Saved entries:

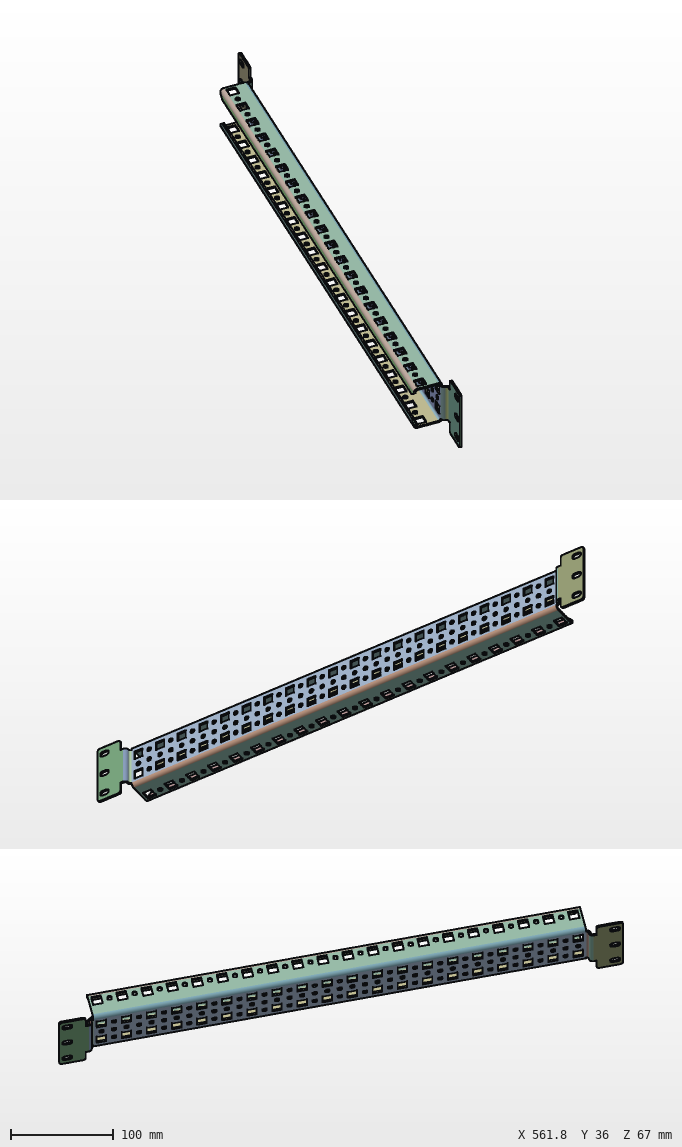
import cadquery as cq

overall_length = 561.8
overall_depth = 36.0
sheet = 2.0

channel_length = 491.0
channel_height = 50.0
lip_width = 10.0
bend_outer_radius = 4.0
bend_inner_radius = bend_outer_radius - sheet

web_rear = bend_outer_radius + bend_inner_radius
lip_chamfer = 5.0

ear_width = 26.5
ear_height = 67.0
ear_corner_radius = 3.0
ear_slot_length = 10.0
ear_slot_width = 6.0
ear_slot_pitch = 25.0
ear_slot_edge = 3.0

neck_height = channel_height - 2 * bend_outer_radius
ear_overlap = 2.0
web_overlap = 1.0

pitch = 25.0
square_count = 20
square_size = 9.5
round_diameter = 4.5
web_row_height = 12.5
flange_row_depth = 26.0

half_length = overall_length / 2
half_channel = channel_length / 2
half_height = channel_height / 2
lip_edge = half_height - lip_width
first_square = -pitch * (square_count - 1) / 2
square_places = [first_square + pitch * i for i in range(square_count)]
between_places = [first_square + pitch * (i + 0.5) for i in range(square_count - 1)]


def channel():
    """Folded C section along X with rounded bends."""
    outer_depth = overall_depth - web_rear
    inner_depth = outer_depth - 2 * sheet
    inner_height = channel_height - 2 * sheet
    outer = (
        cq.Workplane("XY")
        .box(channel_length, outer_depth, channel_height, centered=(True, False, True))
        .translate((0, -overall_depth, 0))
        .edges("|X")
        .fillet(bend_outer_radius)
    )
    inner = (
        cq.Workplane("XY")
        .box(channel_length, inner_depth, inner_height, centered=(True, False, True))
        .translate((0, sheet - overall_depth, 0))
        .edges("|X")
        .fillet(bend_inner_radius)
    )
    mouth = (
        cq.Workplane("XY")
        .box(channel_length, 2 * sheet, 2 * lip_edge)
        .translate((0, -overall_depth, 0))
    )
    return outer.cut(inner).cut(mouth)


def lip_corner(side_x, side_z):
    """Triangular prism that bevels one free corner of a lip."""
    end = side_x * half_channel
    edge = side_z * lip_edge
    return (
        cq.Workplane("XZ", origin=(0, sheet - overall_depth, 0))
        .moveTo(end, edge)
        .lineTo(end - side_x * lip_chamfer, edge)
        .lineTo(end, edge + side_z * lip_chamfer)
        .close()
        .extrude(sheet)
    )


def square_row(plane, across):
    """Square outlines at every pitch, in a row at one height of the work plane."""
    points = [(x, across) for x in square_places]
    return cq.Workplane(plane).pushPoints(points).rect(square_size, square_size)


def round_row(plane, places, across):
    """Round outlines at the given X places, in a row at one height of the work plane."""
    points = [(x, across) for x in places]
    return cq.Workplane(plane).pushPoints(points).circle(round_diameter / 2)


def web_cutters():
    """Three rows through the web only."""
    reach = web_rear + 2 * sheet
    cutters = round_row("XZ", square_places + between_places, 0).extrude(reach)
    for row in (-web_row_height, web_row_height):
        cutters = cutters.add(square_row("XZ", row).extrude(reach))
        cutters = cutters.add(round_row("XZ", between_places, row).extrude(reach))
    return cutters


def flange_cutters():
    """One row of squares and rounds through both flanges."""
    squares = square_row("XY", -flange_row_depth).extrude(half_height, both=True)
    rounds = round_row("XY", between_places, -flange_row_depth).extrude(half_height, both=True)
    return squares.add(rounds)


def ear():
    """Flat slotted plate at the -X end."""
    slot_x = -half_length + ear_slot_edge + ear_slot_length / 2
    slots = (
        cq.Workplane("XZ")
        .pushPoints([(slot_x, ear_slot_pitch * i) for i in (-1, 0, 1)])
        .slot2D(ear_slot_length, ear_slot_width)
        .extrude(sheet)
    )
    return (
        cq.Workplane("XZ")
        .center(-half_length + ear_width / 2, 0)
        .rect(ear_width, ear_height)
        .extrude(sheet)
        .edges("|Y")
        .fillet(ear_corner_radius)
        .cut(slots)
    )


def neck():
    """Strip joining the ear at -X to the channel web through two opposite right-angle bends."""
    flat_start = -half_length + ear_width - ear_overlap
    first_bend_x = -half_channel - web_rear
    web_front = web_rear + sheet
    middle_y = -bend_outer_radius
    return (
        cq.Workplane("XY", origin=(0, 0, -neck_height / 2))
        .moveTo(flat_start, 0)
        .lineTo(first_bend_x, 0)
        .radiusArc((first_bend_x + bend_outer_radius, middle_y), bend_outer_radius)
        .radiusArc((-half_channel, -web_rear), -bend_inner_radius)
        .lineTo(-half_channel + web_overlap, -web_rear)
        .lineTo(-half_channel + web_overlap, -web_front)
        .lineTo(-half_channel, -web_front)
        .radiusArc((-half_channel - bend_outer_radius, middle_y), bend_outer_radius)
        .radiusArc((first_bend_x, -sheet), -bend_inner_radius)
        .lineTo(flat_start, -sheet)
        .close()
        .extrude(neck_height)
    )


rail = channel().cut(web_cutters()).cut(flange_cutters())
for side_x in (-1, 1):
    for side_z in (-1, 1):
        rail = rail.cut(lip_corner(side_x, side_z))

bracket = ear().union(neck())
result = rail.union(bracket).union(bracket.mirror("YZ"))

**Exercise directions**
Could you please return the entries above exactly, minus the pictures?

**Task response**
import cadquery as cq

overall_length = 561.8
overall_depth = 36.0
sheet = 2.0

channel_length = 491.0
channel_height = 50.0
lip_width = 10.0
bend_outer_radius = 4.0
bend_inner_radius = bend_outer_radius - sheet

web_rear = bend_outer_radius + bend_inner_radius
lip_chamfer = 5.0

ear_width = 26.5
ear_height = 67.0
ear_corner_radius = 3.0
ear_slot_length = 10.0
ear_slot_width = 6.0
ear_slot_pitch = 25.0
ear_slot_edge = 3.0

neck_height = channel_height - 2 * bend_outer_radius
ear_overlap = 2.0
web_overlap = 1.0

pitch = 25.0
square_count = 20
square_size = 9.5
round_diameter = 4.5
web_row_height = 12.5
flange_row_depth = 26.0

half_length = overall_length / 2
half_channel = channel_length / 2
half_height = channel_height / 2
lip_edge = half_height - lip_width
first_square = -pitch * (square_count - 1) / 2
square_places = [first_square + pitch * i for i in range(square_count)]
between_places = [first_square + pitch * (i + 0.5) for i in range(square_count - 1)]


def channel():
    """Folded C section along X with rounded bends."""
    outer_depth = overall_depth - web_rear
    inner_depth = outer_depth - 2 * sheet
    inner_height = channel_height - 2 * sheet
    outer = (
        cq.Workplane("XY")
        .box(channel_length, outer_depth, channel_height, centered=(True, False, True))
        .translate((0, -overall_depth, 0))
        .edges("|X")
        .fillet(bend_outer_radius)
    )
    inner = (
        cq.Workplane("XY")
        .box(channel_length, inner_depth, inner_height, centered=(True, False, True))
        .translate((0, sheet - overall_depth, 0))
        .edges("|X")
        .fillet(bend_inner_radius)
    )
    mouth = (
        cq.Workplane("XY")
        .box(channel_length, 2 * sheet, 2 * lip_edge)
        .translate((0, -overall_depth, 0))
    )
    return outer.cut(inner).cut(mouth)


def lip_corner(side_x, side_z):
    """Triangular prism that bevels one free corner of a lip."""
    end = side_x * half_channel
    edge = side_z * lip_edge
    return (
        cq.Workplane("XZ", origin=(0, sheet - overall_depth, 0))
        .moveTo(end, edge)
        .lineTo(end - side_x * lip_chamfer, edge)
        .lineTo(end, edge + side_z * lip_chamfer)
        .close()
        .extrude(sheet)
    )


def square_row(plane, across):
    """Square outlines at every pitch, in a row at one height of the work plane."""
    points = [(x, across) for x in square_places]
    return cq.Workplane(plane).pushPoints(points).rect(square_size, square_size)


def round_row(plane, places, across):
    """Round outlines at the given X places, in a row at one height of the work plane."""
    points = [(x, across) for x in places]
    return cq.Workplane(plane).pushPoints(points).circle(round_diameter / 2)


def web_cutters():
    """Three rows through the web only."""
    reach = web_rear + 2 * sheet
    cutters = round_row("XZ", square_places + between_places, 0).extrude(reach)
    for row in (-web_row_height, web_row_height):
        cutters = cutters.add(square_row("XZ", row).extrude(reach))
        cutters = cutters.add(round_row("XZ", between_places, row).extrude(reach))
    return cutters


def flange_cutters():
    """One row of squares and rounds through both flanges."""
    squares = square_row("XY", -flange_row_depth).extrude(half_height, both=True)
    rounds = round_row("XY", between_places, -flange_row_depth).extrude(half_height, both=True)
    return squares.add(rounds)


def ear():
    """Flat slotted plate at the -X end."""
    slot_x = -half_length + ear_slot_edge + ear_slot_length / 2
    slots = (
        cq.Workplane("XZ")
        .pushPoints([(slot_x, ear_slot_pitch * i) for i in (-1, 0, 1)])
        .slot2D(ear_slot_length, ear_slot_width)
        .extrude(sheet)
    )
    return (
        cq.Workplane("XZ")
        .center(-half_length + ear_width / 2, 0)
        .rect(ear_width, ear_height)
        .extrude(sheet)
        .edges("|Y")
        .fillet(ear_corner_radius)
        .cut(slots)
    )


def neck():
    """Strip joining the ear at -X to the channel web through two opposite right-angle bends."""
    flat_start = -half_length + ear_width - ear_overlap
    first_bend_x = -half_channel - web_rear
    web_front = web_rear + sheet
    middle_y = -bend_outer_radius
    return (
        cq.Workplane("XY", origin=(0, 0, -neck_height / 2))
        .moveTo(flat_start, 0)
        .lineTo(first_bend_x, 0)
        .radiusArc((first_bend_x + bend_outer_radius, middle_y), bend_outer_radius)
        .radiusArc((-half_channel, -web_rear), -bend_inner_radius)
        .lineTo(-half_channel + web_overlap, -web_rear)
        .lineTo(-half_channel + web_overlap, -web_front)
        .lineTo(-half_channel, -web_front)
        .radiusArc((-half_channel - bend_outer_radius, middle_y), bend_outer_radius)
        .radiusArc((first_bend_x, -sheet), -bend_inner_radius)
        .lineTo(flat_start, -sheet)
        .close()
        .extrude(neck_height)
    )


rail = channel().cut(web_cutters()).cut(flange_cutters())
for side_x in (-1, 1):
    for side_z in (-1, 1):
        rail = rail.cut(lip_corner(side_x, side_z))

bracket = ear().union(neck())
result = rail.union(bracket).union(bracket.mirror("YZ"))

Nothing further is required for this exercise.